Current adoptive T cell therapies conducted in an autologous setting are costly, time consuming, and depend on the quality of the patient's T cells. To address these issues, we developed a strategy in which cytotoxic T lymphocytes (CTLs) are regenerated from iPSCs that were originally derived from T cells and succeeded in regenerating CTLs specific for the WT1 antigen, which exhibited therapeutic efficacy in a xenograft model of leukemia. In this study, we extended our strategy to solid tumors. The regenerated WT1-specific CTLs had a strong therapeutic effect in orthotopic xenograft model using a renal cell carcinoma (RCC) cell line. To make our method more generally applicable, we developed an allogeneic approach by transducing HLA-haplotype homozygous iPSCs with WT1-specific TCR α/β genes that had been tested clinically. The regenerated CTLs antigen-specifically suppressed tumor growth in a patient-derived xenograft model of RCC, demonstrating the feasibility of our strategy against solid tumors.

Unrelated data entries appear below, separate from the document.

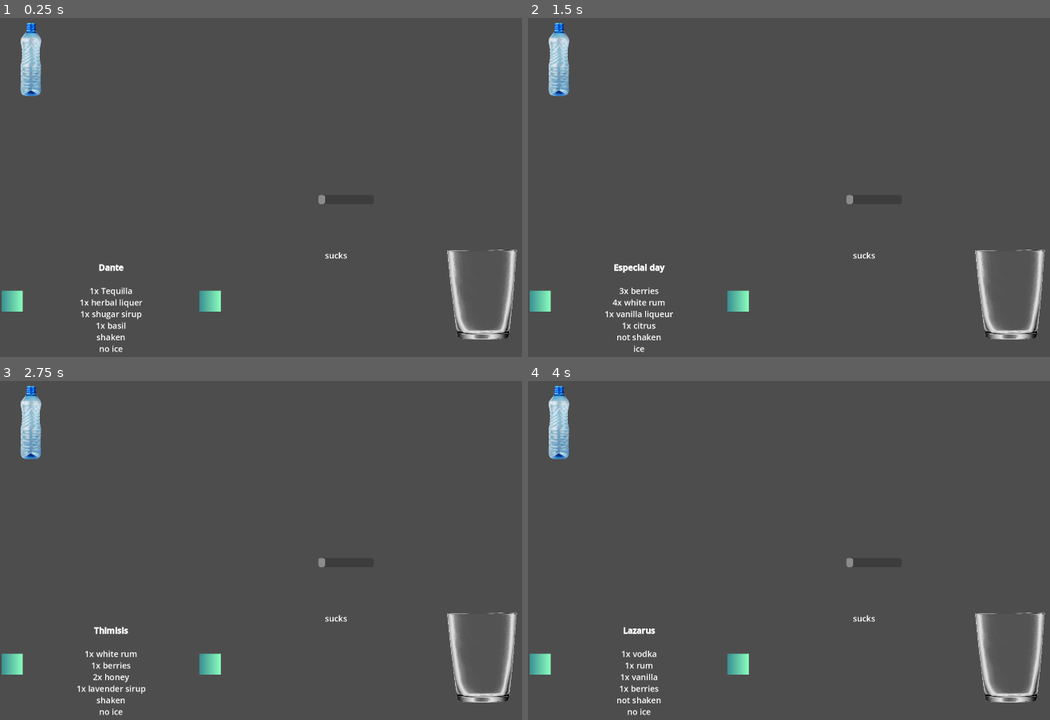
Above: before the commit, frames 1-4 (two rows, left to right).
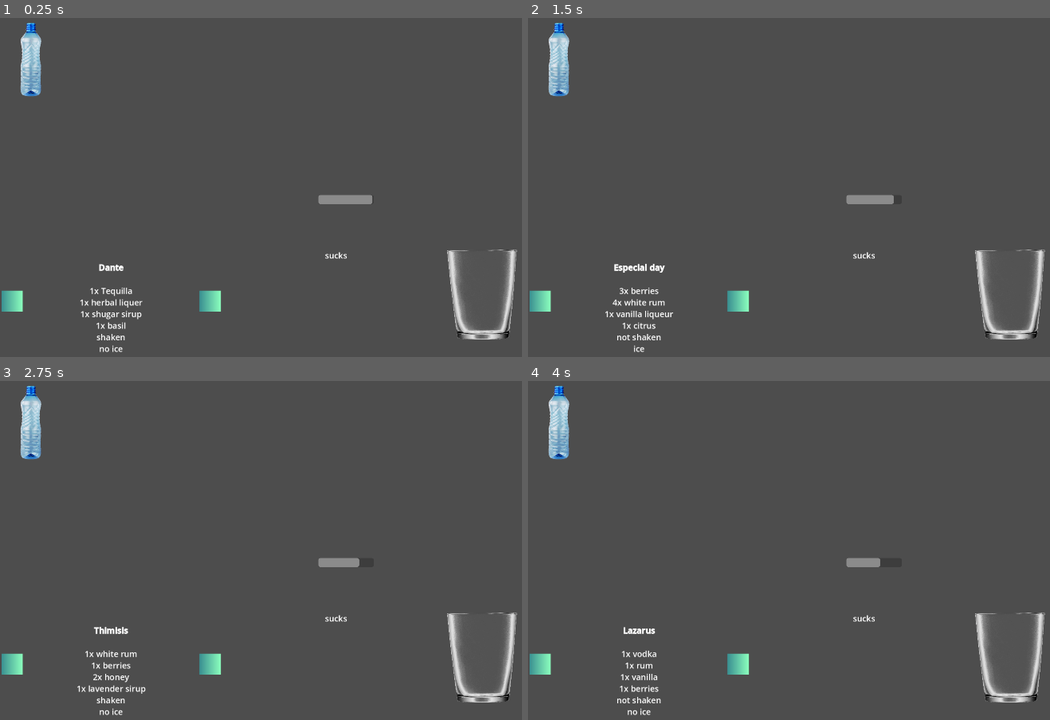
Above: after the commit, the same moments.

Repository: buficek7/GameJamBrno2024
Game: Godot game, scene res://scenes/Test Scene.tscn
Two runs of this game, one before a commit and one after it. Both use one fixed random seed, a clock stepped at 60 frames per second and the inputs below.
Inputs (mouse positions are in pixels of both pictures, inside the frame that each line leads up to):
- Up to frame 1 (0.25 s): no input
- Up to frame 2 (1.5 s): click (736, 302) at 0.5 s; click (736, 302) at 1.25 s
- Up to frame 3 (2.75 s): click (208, 665) at 2 s
- Up to frame 4 (4 s): click (538, 665) at 2.75 s; tap Enter at 3.5 s; move the mouse to (862, 655) at 3.52 s; press the mouse at (862, 655) at 3.53 s; tap Space at 3.77 s

The runs differ from the first frame. In frame 1, 0.3% of the frame differs, in the area x 61-72%, y 52-55%; in frame 2, 0.2%; in frame 3, 0.2%; in frame 4, 0.1%.

Commit message:
timer fixed

Diff:
--- a/scripts/Order_Timer.gd
+++ b/scripts/Order_Timer.gd
@@ -8,7 +8,7 @@
 	pass
 
 func _process(delta):
-	Progress.value = _Timer.process_callback
+	Progress.value = _Timer.time_left
 
 func start_timer(time):
 	Progress.max_value = time

当前在自体环境中进行的过继性T细胞疗法昂贵，耗时，并取决于患者T细胞的质量。为了解决这些问题，我们制定了一种策略，其中从最初源自T细胞的iPSC中再生出细胞毒性T淋巴细胞（CTL），并成功地再生了特异于WT1抗原的CTL，该CTL在白血病异种移植模型中表现出治疗功效。在这项研究中，我们将策略扩展到了实体瘤。再生的WT1特异性CTL在使用肾细胞癌（RCC）细胞系的原位异种移植模型中具有强大的治疗作用。为了使我们的方法更通用，我们通过用WT1特异性TCRα/β转导HLA-单倍型纯合iPSC，开发了一种同种异体方法经过临床测试的基因。在源自患者的RCC异种移植模型中，再生的CTLs抗原特异性抑制了肿瘤的生长，证明了我们针对实体瘤的策略的可行性。